> YOUR GOAL: Look through the listing below for the string "still". Show each line where it occurs.

> EXERCISE DATA:
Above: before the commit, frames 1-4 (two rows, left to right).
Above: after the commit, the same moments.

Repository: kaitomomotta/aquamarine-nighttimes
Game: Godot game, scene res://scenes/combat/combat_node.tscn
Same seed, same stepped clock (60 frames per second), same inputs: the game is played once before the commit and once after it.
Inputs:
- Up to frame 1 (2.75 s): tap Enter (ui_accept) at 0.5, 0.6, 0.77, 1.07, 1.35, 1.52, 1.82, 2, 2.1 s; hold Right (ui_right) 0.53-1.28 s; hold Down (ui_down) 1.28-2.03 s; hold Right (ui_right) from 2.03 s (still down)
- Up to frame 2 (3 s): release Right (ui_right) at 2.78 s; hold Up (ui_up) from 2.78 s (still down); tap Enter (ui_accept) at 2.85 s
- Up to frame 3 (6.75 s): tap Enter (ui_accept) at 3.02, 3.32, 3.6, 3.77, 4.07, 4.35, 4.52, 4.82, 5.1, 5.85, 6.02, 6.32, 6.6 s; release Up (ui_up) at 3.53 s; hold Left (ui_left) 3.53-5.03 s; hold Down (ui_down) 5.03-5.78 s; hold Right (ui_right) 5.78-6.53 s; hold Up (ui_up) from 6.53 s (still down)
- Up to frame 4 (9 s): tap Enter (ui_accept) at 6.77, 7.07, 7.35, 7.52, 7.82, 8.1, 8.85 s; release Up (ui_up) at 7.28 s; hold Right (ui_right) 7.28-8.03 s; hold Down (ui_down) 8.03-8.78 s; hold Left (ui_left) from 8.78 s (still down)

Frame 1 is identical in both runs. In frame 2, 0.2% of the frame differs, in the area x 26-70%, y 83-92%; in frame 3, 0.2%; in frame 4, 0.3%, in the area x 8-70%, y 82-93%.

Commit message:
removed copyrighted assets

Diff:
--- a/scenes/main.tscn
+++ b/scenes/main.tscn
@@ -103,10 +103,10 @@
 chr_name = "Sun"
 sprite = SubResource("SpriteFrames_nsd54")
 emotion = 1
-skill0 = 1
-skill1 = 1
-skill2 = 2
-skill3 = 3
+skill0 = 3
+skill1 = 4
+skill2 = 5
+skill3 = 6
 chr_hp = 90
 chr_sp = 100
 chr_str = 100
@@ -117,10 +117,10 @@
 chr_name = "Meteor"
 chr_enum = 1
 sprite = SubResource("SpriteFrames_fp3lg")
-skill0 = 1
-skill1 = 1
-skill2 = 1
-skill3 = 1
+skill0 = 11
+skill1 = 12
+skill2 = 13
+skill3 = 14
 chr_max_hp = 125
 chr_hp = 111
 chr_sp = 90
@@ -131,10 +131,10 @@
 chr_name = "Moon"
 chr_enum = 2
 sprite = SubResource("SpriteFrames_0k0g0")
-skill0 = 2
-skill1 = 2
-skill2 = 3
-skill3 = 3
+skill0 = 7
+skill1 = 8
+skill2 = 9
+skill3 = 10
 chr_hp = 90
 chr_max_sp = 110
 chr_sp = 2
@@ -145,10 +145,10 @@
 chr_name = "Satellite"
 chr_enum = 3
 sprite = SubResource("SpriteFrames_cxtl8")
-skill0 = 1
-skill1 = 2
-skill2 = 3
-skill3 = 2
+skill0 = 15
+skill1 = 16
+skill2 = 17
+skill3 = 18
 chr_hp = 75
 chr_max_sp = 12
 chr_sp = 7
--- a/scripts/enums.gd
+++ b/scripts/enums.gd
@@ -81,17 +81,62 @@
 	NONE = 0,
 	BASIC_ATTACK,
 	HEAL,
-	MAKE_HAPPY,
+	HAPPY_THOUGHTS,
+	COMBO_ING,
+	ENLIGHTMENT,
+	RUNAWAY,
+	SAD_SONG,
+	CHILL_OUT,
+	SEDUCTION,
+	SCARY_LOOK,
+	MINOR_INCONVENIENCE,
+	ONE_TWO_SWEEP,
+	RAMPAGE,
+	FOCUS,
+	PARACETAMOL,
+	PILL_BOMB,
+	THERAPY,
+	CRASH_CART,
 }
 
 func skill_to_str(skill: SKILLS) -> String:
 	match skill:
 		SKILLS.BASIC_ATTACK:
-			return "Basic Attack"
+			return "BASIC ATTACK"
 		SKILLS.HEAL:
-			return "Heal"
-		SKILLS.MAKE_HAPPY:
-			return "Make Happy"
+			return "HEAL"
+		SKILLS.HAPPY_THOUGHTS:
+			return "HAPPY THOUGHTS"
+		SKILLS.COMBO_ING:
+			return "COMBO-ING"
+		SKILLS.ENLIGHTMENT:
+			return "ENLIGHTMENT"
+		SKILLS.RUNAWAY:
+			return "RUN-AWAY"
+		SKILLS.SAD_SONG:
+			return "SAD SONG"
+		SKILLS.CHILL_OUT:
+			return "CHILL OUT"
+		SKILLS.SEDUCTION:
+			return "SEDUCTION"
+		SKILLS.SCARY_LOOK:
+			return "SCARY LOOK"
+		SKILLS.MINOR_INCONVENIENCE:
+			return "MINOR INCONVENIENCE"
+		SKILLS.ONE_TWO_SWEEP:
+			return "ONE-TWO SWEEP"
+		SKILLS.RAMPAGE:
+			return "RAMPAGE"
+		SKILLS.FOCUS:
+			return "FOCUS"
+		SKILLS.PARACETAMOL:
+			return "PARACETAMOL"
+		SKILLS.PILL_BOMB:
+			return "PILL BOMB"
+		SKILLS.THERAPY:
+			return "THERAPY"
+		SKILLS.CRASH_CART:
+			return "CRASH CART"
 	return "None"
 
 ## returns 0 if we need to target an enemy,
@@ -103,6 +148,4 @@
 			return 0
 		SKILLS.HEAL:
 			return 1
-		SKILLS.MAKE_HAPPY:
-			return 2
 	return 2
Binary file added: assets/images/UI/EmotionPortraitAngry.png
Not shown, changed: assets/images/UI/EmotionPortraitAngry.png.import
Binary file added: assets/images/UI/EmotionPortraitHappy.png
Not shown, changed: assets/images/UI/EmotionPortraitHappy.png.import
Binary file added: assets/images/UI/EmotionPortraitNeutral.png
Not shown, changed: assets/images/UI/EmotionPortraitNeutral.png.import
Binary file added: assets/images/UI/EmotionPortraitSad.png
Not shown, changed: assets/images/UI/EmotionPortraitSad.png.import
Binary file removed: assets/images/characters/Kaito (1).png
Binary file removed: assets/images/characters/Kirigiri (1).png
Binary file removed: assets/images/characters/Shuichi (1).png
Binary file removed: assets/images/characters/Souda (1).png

> WORKED SOLUTION:
- Up to frame 1 (2.75 s): tap Enter (ui_accept) at 0.5, 0.6, 0.77, 1.07, 1.35, 1.52, 1.82, 2, 2.1 s; hold Right (ui_right) 0.53-1.28 s; hold Down (ui_down) 1.28-2.03 s; hold Right (ui_right) from 2.03 s (still down)
- Up to frame 2 (3 s): release Right (ui_right) at 2.78 s; hold Up (ui_up) from 2.78 s (still down); tap Enter (ui_accept) at 2.85 s
- Up to frame 3 (6.75 s): tap Enter (ui_accept) at 3.02, 3.32, 3.6, 3.77, 4.07, 4.35, 4.52, 4.82, 5.1, 5.85, 6.02, 6.32, 6.6 s; release Up (ui_up) at 3.53 s; hold Left (ui_left) 3.53-5.03 s; hold Down (ui_down) 5.03-5.78 s; hold Right (ui_right) 5.78-6.53 s; hold Up (ui_up) from 6.53 s (still down)
- Up to frame 4 (9 s): tap Enter (ui_accept) at 6.77, 7.07, 7.35, 7.52, 7.82, 8.1, 8.85 s; release Up (ui_up) at 7.28 s; hold Right (ui_right) 7.28-8.03 s; hold Down (ui_down) 8.03-8.78 s; hold Left (ui_left) from 8.78 s (still down)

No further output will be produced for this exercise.